The internal combustion engine has been with us for more than 100 years. And while there are major issues with its use of oil and the impact of its emissions on the environment and climate change, the internal combustion engine has evolved and been refined based on a century of experience.
I recently attended the U.S. introduction of the Ferrari 458 in Greenwich, Conn. An integral part of this automotive masterpiece of art and design is a 275-cubic-inch internal combustion engine that produces 580 horsepower, or about 2.11 horsepower per cubic inch. It was not quite my father's 1970 Oldsmobile, which had a 350-cubic-inch engine that produced 125 horsepower, or .24 horsepower per cubic inch (and likely at fewer miles per gallon than the Ferrari).
Perhaps Moore's Law works for engines, too. In 40 years we have seen almost a tenfold improvement in efficiency. And just as with combustion engines, it is really hard to discount and toss away all that improvement in the name of replacing all computational engines with the "flavor of the day" -- servers, blades and perhaps even the cloud.
Now, please don't assume at this point that this article is about mainframe superiority. Rather, it is about the economics of computational platforms and the criticality of transparency into this dimension of technology economics in maximizing the value of IT to your business.
Platforms Not by Design
Most businesses today rely on an un-engineered mix of computational platforms: mainframe computers; midrange devices (e.g., AS/400); and UNIX, Wintel and Linux servers. The choice of how much to put on the mainframe or servers just sort of happens; it is not by design. At the same time, many organizations have adopted standards and architectures that move them away from mainframe computing under the banner of modernization.
While mainframe computing (or server-based computing) may not be right for all forms of computation, however, it is essential for organizations to consider both the economic considerations as well as the functional characteristics of their computing needs. For example, in the securities industry, the average IT cost per trade is, let's say, $0.17. Of the $.17, about $.04 is the computing cost. What if the right computing platform from an economic standpoint dropped that $.04 to .025? Consider 800 billion trades on the New York Stock Exchange annually, and a savings of a penny and a half a trade -- well, that is real money!

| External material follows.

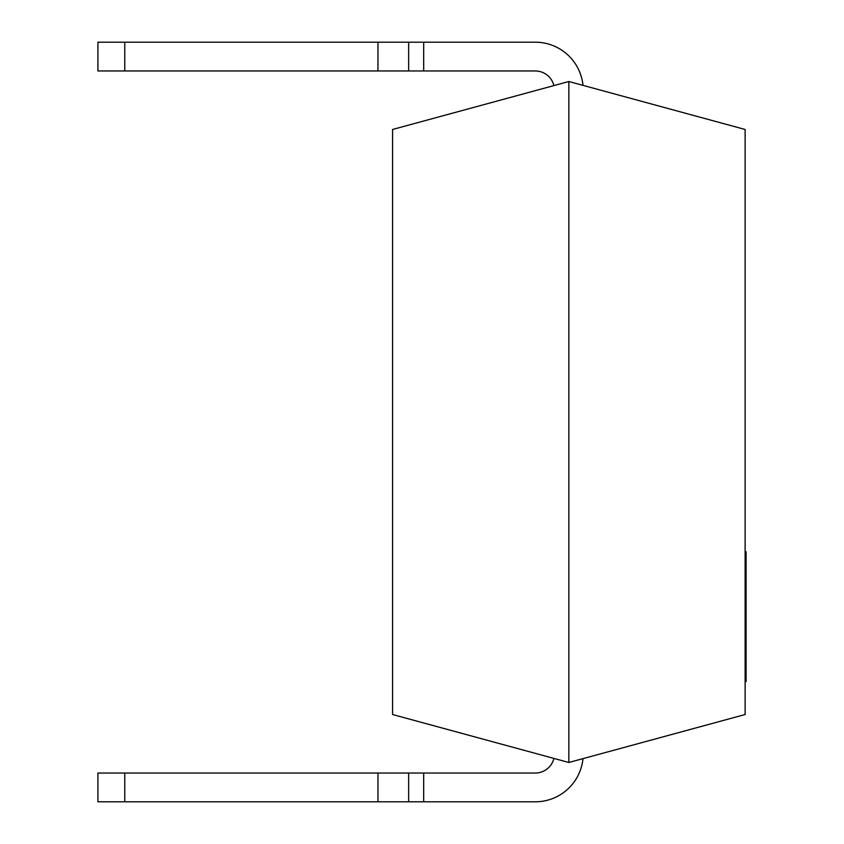 <?xml version="1.0" encoding="UTF-8"?>
<svg xmlns="http://www.w3.org/2000/svg" width="844" height="844" viewBox="0 0 844 844"><rect width="100%" height="100%" fill="white"/><g stroke="black" fill="none" stroke-linecap="round" stroke-linejoin="round"><path stroke-width="1.27" d="M582.993 85.371A47.95 47.95 0 0 0 535.275 42.2L97.915 42.2L97.915 70.97L377.964 70.97L377.964 42.2M553.907 85.582A19.18 19.18 0 0 0 535.275 70.97L423.688 70.97L423.688 42.2M377.964 70.97L423.688 70.97M553.907 758.418A19.18 19.18 0 0 1 535.275 773.03L423.688 773.03L423.688 801.8L535.275 801.8A47.95 47.95 0 0 0 582.993 758.629M423.688 801.8L97.915 801.8L97.915 773.03L124.764 773.03L124.764 801.8M423.688 773.03L377.964 773.03L377.964 801.8M377.964 773.03L124.764 773.03M568.845 81.52L745.125 129.48L745.125 714.52L568.845 762.48L392.565 714.52L392.565 129.48L568.845 81.52L568.845 762.48M745.125 551.754L746.085 551.754L746.085 631.428L745.125 631.428M746.085 631.428L746.085 671.096L745.125 671.096M746.085 670.157L746.085 671.75L745.125 671.75M746.085 632.082L745.125 632.082M746.085 557.072L745.125 557.072M746.085 609.21L745.125 609.21M746.085 570.196L745.125 570.196M746.085 671.75L746.085 681.562L745.125 681.562M124.764 70.97L124.764 42.2M408.654 70.97L408.654 42.2M408.654 773.03L408.654 801.8M746.085 565.986L745.125 565.986"/></g></svg>
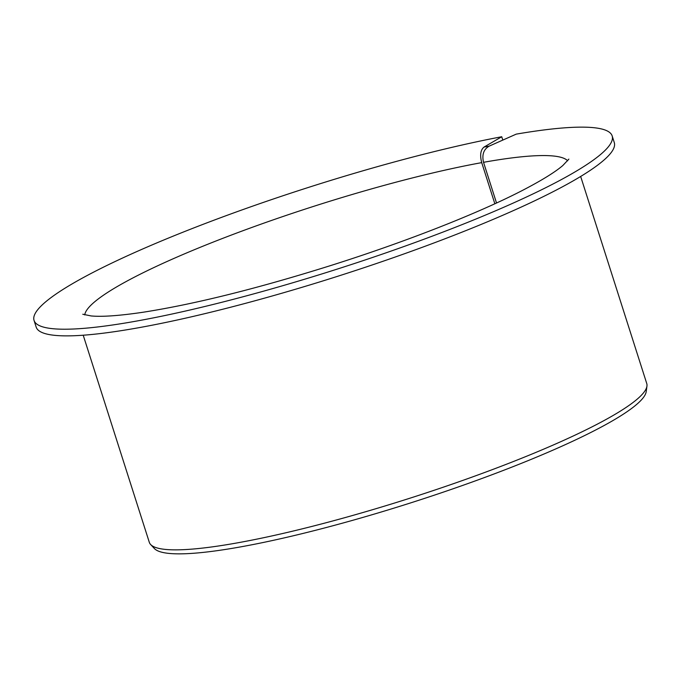 <?xml version="1.0" encoding="UTF-8"?>
<svg xmlns="http://www.w3.org/2000/svg" width="681" height="681" viewBox="0 0 681 681"><rect width="100%" height="100%" fill="white"/><g stroke="black" fill="none" stroke-linecap="round" stroke-linejoin="round"><path stroke-width="1.02" d="M496.526 203.006L483.536 162.308C481.79 154.749 483.646 149.36 489.12 146.16L484.038 147.07C480.539 149.922 479.764 155.106 481.722 162.631L494.849 203.781M502.799 140.09L501.735 136.745A303.428 43.278 162.3 0 0 190.646 229.156A303.428 43.278 162.3 0 0 34.05 320.428A303.428 43.278 162.3 0 0 336.269 269.404A303.428 43.278 162.3 0 0 612.168 135.928A303.428 43.278 162.3 0 0 516.232 134.131L489.12 146.16M612.168 135.928L614.296 142.576A303.428 43.278 162.3 0 1 338.389 276.06A303.428 43.278 162.3 0 1 36.17 327.084L34.05 320.428M501.735 136.745L484.038 147.07M580.663 176.456L646.754 383.539A261.087 37.242 162.3 0 1 646.95 386.101A261.087 37.242 162.3 0 1 409.349 498.39A261.087 37.242 162.3 0 1 150.62 544.502A261.087 37.242 162.3 0 1 149.301 542.297L83.21 335.214M646.95 386.101L646.218 391.592A258.72 36.902 162.3 0 1 410.771 502.859A258.72 36.902 162.3 0 1 154.4 548.545L150.62 544.502M483.536 162.308A254.03 36.229 162.3 0 1 567.673 160.801M84.733 314.928A254.03 36.229 162.3 0 1 226.305 236.988A254.03 36.229 162.3 0 1 481.722 162.631M568.865 159.107L562.804 165.543C554.785 172.378 540.986 180.848 521.399 190.961C476.317 214.174 403.246 242.742 328.727 266.169C256.013 288.906 194.085 304.271 142.933 312.264C119.388 315.746 102.116 316.971 91.135 315.941L82.776 314.239"/></g></svg>

An analysis of data from 21 sectors (inclusive of governments) and 133 companies across those sectors reveals that the average company has a computing capacity of about .37 million instructions per second (MIPS) and about .17 servers per $1 million of revenue, meaning the average $10 billion company would have a core platform of 3,700 MIPS and 1,700 physical servers. (Obviously, as virtualization takes hold, this will change -- sort of like the impact of the introduction of fuel-injection on the internal combustion engine.)